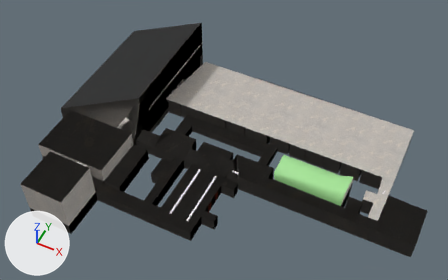
Before and after pictures for a commit that changed the Blender file Assets/_Collaborators/Cosmo D/Models/Full Space.blend.
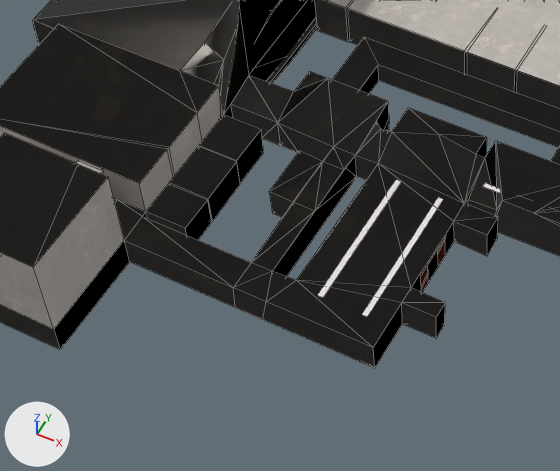
Old and new are each drawn whole from a camera (50 mm lens) standing at (118.0, -451.0, 589.0) and looking at (-68.0, -81.0, 126.0) and again close up on the part from 11% to 58% of the width and 36% to 100% of the height. Every picture has the same lights, and +X, +Y and +Z are marked at lower left. The close-ups show mesh edges as thin lines.

Before the edit, the objects in view are built like this:
```python
ob_entry_and_side_hall_floor = bpy.data.objects.new('Entry and Side Hall.Floor', me_flooplan_thesiscapstone_006)
ob_entry_and_side_hall_floor.location = (0.0, 0.0, 0.0)
ob_entry_and_side_hall_floor.rotation_euler = (1.571, 0.0, 0.0)  # degrees (90, 0, 0)
ob_main_area = bpy.data.objects.new('Main Area', me_flooplan_thesiscapstone)
ob_main_area.location = (0.0, 0.0, 0.0)
ob_main_area.rotation_euler = (1.571, 0.0, 0.0)  # degrees (90, 0, 0)
ob_plane = bpy.data.objects.new('Plane', me_plane_018)
ob_plane.location = (45.5, -19.6, 107.3)
ob_plane.scale = (20.3, 20.3, 20.3)
# also in view: 'Thesis Area' at (-31.0, -27.0, 97.0); 'Main Area.Ceiling' at (-206.0, -87.0, 126.0); 'Light Plane' at (-63.0, -137.0, 100.0); 'Light Plane.001' at (-82.0, -137.0, 101.0)
```
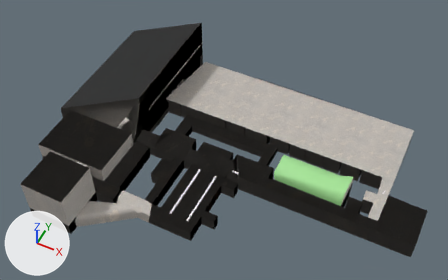
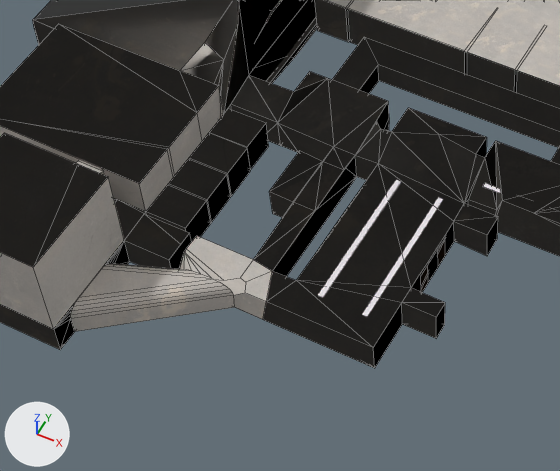
What changed in the scene script:
```text
Change me_flooplan_thesiscapstone:
    used by ob_main_area; location = (0.0, 0.0, 0.0); rotation_euler = (1.571, 0.0, 0.0), in degrees (90, 0, 0)
    remove me_flooplan_thesiscapstone.from_pydata(...)  # 114 vertices, 92 faces, 5 loose edges; spans x -256.0..-11.0, y 86.0..106.0, z -47.0..222.0
    add me_flooplan_thesiscapstone.from_pydata(...)  # 126 vertices, 103 faces, 5 loose edges; spans x -256.0..-11.0, y 86.0..106.0, z -47.0..222.0
    me_flooplan_thesiscapstone part 1
    8 vertices are removed from x -160.0, y 87.0..101.0, z 122.0..144.0
    11 faces are deleted
    4 vertices move from x -160.0, y 86.0..101.0, z 108.0..166.0 to x -160.0, y 86.0..101.0, z 104.0..164.0
    20 vertices are added at x -160.0, y 87.0..100.0, z 119.0..213.0
    7 new faces join them, mat_circuit_board (blue #4cb1e7)
    14 new faces join them, mat_wall (picture img_wall_albedo_r1_jpg)
    1 new face joins them, mat_ground (white #e7e7e7)
Change me_flooplan_thesiscapstone_006:
    used by ob_entry_and_side_hall_floor; location = (0.0, 0.0, 0.0); rotation_euler = (1.571, 0.0, 0.0), in degrees (90, 0, 0)
    remove me_flooplan_thesiscapstone_006.from_pydata(...)  # 262 vertices, 312 faces; spans x -161.0..137.0, y 85.0..117.0, z 56.0..178.0
    add me_flooplan_thesiscapstone_006.from_pydata(...)  # 313 vertices, 347 faces; spans x -161.0..137.0, y 85.0..117.0, z 56.0..213.0
    me_flooplan_thesiscapstone_006 part 2: 3 vertices moved from x -160.0..-113.0, y 86.0..101.0, z 165.0..166.0 to x -160.0..-113.0, y 86.0..101.0, z 164.0; 18 vertices removed from x -160.0..-113.0, y 86.0..101.0, z 108.0..178.0; 69 vertices added at x -160.0..-107.0, y 86.0..101.0, z 104.0..213.0
```

What differs and where, as boxes [x1, y1, x2, y2] in the close-ups (560 x 471 px):
'Entry and Side Hall.Floor', reshaped
    before: [124, 71, 560, 368]
    after: [70, 71, 560, 368]
part 1 of me_flooplan_thesiscapstone, built on
    before: [54, 105, 233, 350]
    after: [54, 105, 231, 350]
part 2 of me_flooplan_thesiscapstone_006, built on
    before: [124, 114, 315, 320]
    after: [70, 108, 315, 332]

TASK:
Make an exact copy of every entry above, but keep the pictures out of it.

REPLY TO THE EXERCISE:
Before and after pictures for a commit that changed the Blender file Assets/_Collaborators/Cosmo D/Models/Full Space.blend.
Old and new are each drawn whole from a camera (50 mm lens) standing at (118.0, -451.0, 589.0) and looking at (-68.0, -81.0, 126.0) and again close up on the part from 11% to 58% of the width and 36% to 100% of the height. Every picture has the same lights, and +X, +Y and +Z are marked at lower left. The close-ups show mesh edges as thin lines.

Before the edit, the objects in view are built like this:
```python
ob_entry_and_side_hall_floor = bpy.data.objects.new('Entry and Side Hall.Floor', me_flooplan_thesiscapstone_006)
ob_entry_and_side_hall_floor.location = (0.0, 0.0, 0.0)
ob_entry_and_side_hall_floor.rotation_euler = (1.571, 0.0, 0.0)  # degrees (90, 0, 0)
ob_main_area = bpy.data.objects.new('Main Area', me_flooplan_thesiscapstone)
ob_main_area.location = (0.0, 0.0, 0.0)
ob_main_area.rotation_euler = (1.571, 0.0, 0.0)  # degrees (90, 0, 0)
ob_plane = bpy.data.objects.new('Plane', me_plane_018)
ob_plane.location = (45.5, -19.6, 107.3)
ob_plane.scale = (20.3, 20.3, 20.3)
# also in view: 'Thesis Area' at (-31.0, -27.0, 97.0); 'Main Area.Ceiling' at (-206.0, -87.0, 126.0); 'Light Plane' at (-63.0, -137.0, 100.0); 'Light Plane.001' at (-82.0, -137.0, 101.0)
```
What changed in the scene script:
```text
Change me_flooplan_thesiscapstone:
    used by ob_main_area; location = (0.0, 0.0, 0.0); rotation_euler = (1.571, 0.0, 0.0), in degrees (90, 0, 0)
    remove me_flooplan_thesiscapstone.from_pydata(...)  # 114 vertices, 92 faces, 5 loose edges; spans x -256.0..-11.0, y 86.0..106.0, z -47.0..222.0
    add me_flooplan_thesiscapstone.from_pydata(...)  # 126 vertices, 103 faces, 5 loose edges; spans x -256.0..-11.0, y 86.0..106.0, z -47.0..222.0
    me_flooplan_thesiscapstone part 1
    8 vertices are removed from x -160.0, y 87.0..101.0, z 122.0..144.0
    11 faces are deleted
    4 vertices move from x -160.0, y 86.0..101.0, z 108.0..166.0 to x -160.0, y 86.0..101.0, z 104.0..164.0
    20 vertices are added at x -160.0, y 87.0..100.0, z 119.0..213.0
    7 new faces join them, mat_circuit_board (blue #4cb1e7)
    14 new faces join them, mat_wall (picture img_wall_albedo_r1_jpg)
    1 new face joins them, mat_ground (white #e7e7e7)
Change me_flooplan_thesiscapstone_006:
    used by ob_entry_and_side_hall_floor; location = (0.0, 0.0, 0.0); rotation_euler = (1.571, 0.0, 0.0), in degrees (90, 0, 0)
    remove me_flooplan_thesiscapstone_006.from_pydata(...)  # 262 vertices, 312 faces; spans x -161.0..137.0, y 85.0..117.0, z 56.0..178.0
    add me_flooplan_thesiscapstone_006.from_pydata(...)  # 313 vertices, 347 faces; spans x -161.0..137.0, y 85.0..117.0, z 56.0..213.0
    me_flooplan_thesiscapstone_006 part 2: 3 vertices moved from x -160.0..-113.0, y 86.0..101.0, z 165.0..166.0 to x -160.0..-113.0, y 86.0..101.0, z 164.0; 18 vertices removed from x -160.0..-113.0, y 86.0..101.0, z 108.0..178.0; 69 vertices added at x -160.0..-107.0, y 86.0..101.0, z 104.0..213.0
```

What differs and where, as boxes [x1, y1, x2, y2] in the close-ups (560 x 471 px):
'Entry and Side Hall.Floor', reshaped
    before: [124, 71, 560, 368]
    after: [70, 71, 560, 368]
part 1 of me_flooplan_thesiscapstone, built on
    before: [54, 105, 233, 350]
    after: [54, 105, 231, 350]
part 2 of me_flooplan_thesiscapstone_006, built on
    before: [124, 114, 315, 320]
    after: [70, 108, 315, 332]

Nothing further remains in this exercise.